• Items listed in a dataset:
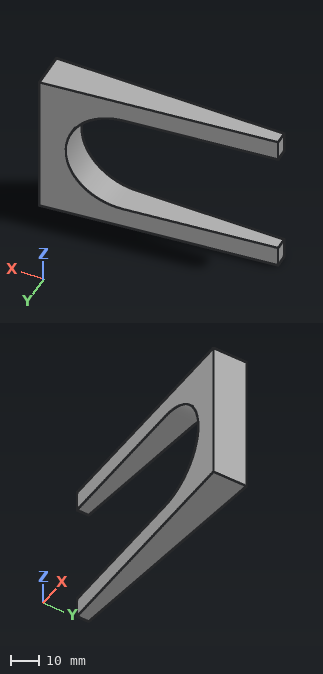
import cadquery as cq

length = 90.0
height = 60.0
thick_end = 14.0
thin_end = 5.0

slot_width = 43.0
slot_depth = 80.0
slot_radius = slot_width / 2
arc_center_x = slot_depth - slot_radius


def wedge():
    """Tapered plate with a flat face at Y = 0, centred on Z = 0."""
    return (
        cq.Workplane("XY")
        .polyline([(0, 0), (length, 0), (length, thick_end), (0, thin_end)])
        .close()
        .extrude(height / 2, both=True)
    )


def slot():
    """Round-ended cutter passing through the full thickness along Y."""
    return (
        cq.Workplane("XZ")
        .moveTo(0, -slot_radius)
        .lineTo(arc_center_x, -slot_radius)
        .threePointArc((slot_depth, 0), (arc_center_x, slot_radius))
        .lineTo(0, slot_radius)
        .close()
        .extrude(-thick_end)
    )


result = wedge().cut(slot())

• GOAL OF THE EXERCISE: The data must be reproduced exactly, and no picture may appear in the copy.

• SOLUTION TO THE EXERCISE:
import cadquery as cq

length = 90.0
height = 60.0
thick_end = 14.0
thin_end = 5.0

slot_width = 43.0
slot_depth = 80.0
slot_radius = slot_width / 2
arc_center_x = slot_depth - slot_radius


def wedge():
    """Tapered plate with a flat face at Y = 0, centred on Z = 0."""
    return (
        cq.Workplane("XY")
        .polyline([(0, 0), (length, 0), (length, thick_end), (0, thin_end)])
        .close()
        .extrude(height / 2, both=True)
    )


def slot():
    """Round-ended cutter passing through the full thickness along Y."""
    return (
        cq.Workplane("XZ")
        .moveTo(0, -slot_radius)
        .lineTo(arc_center_x, -slot_radius)
        .threePointArc((slot_depth, 0), (arc_center_x, slot_radius))
        .lineTo(0, slot_radius)
        .close()
        .extrude(-thick_end)
    )


result = wedge().cut(slot())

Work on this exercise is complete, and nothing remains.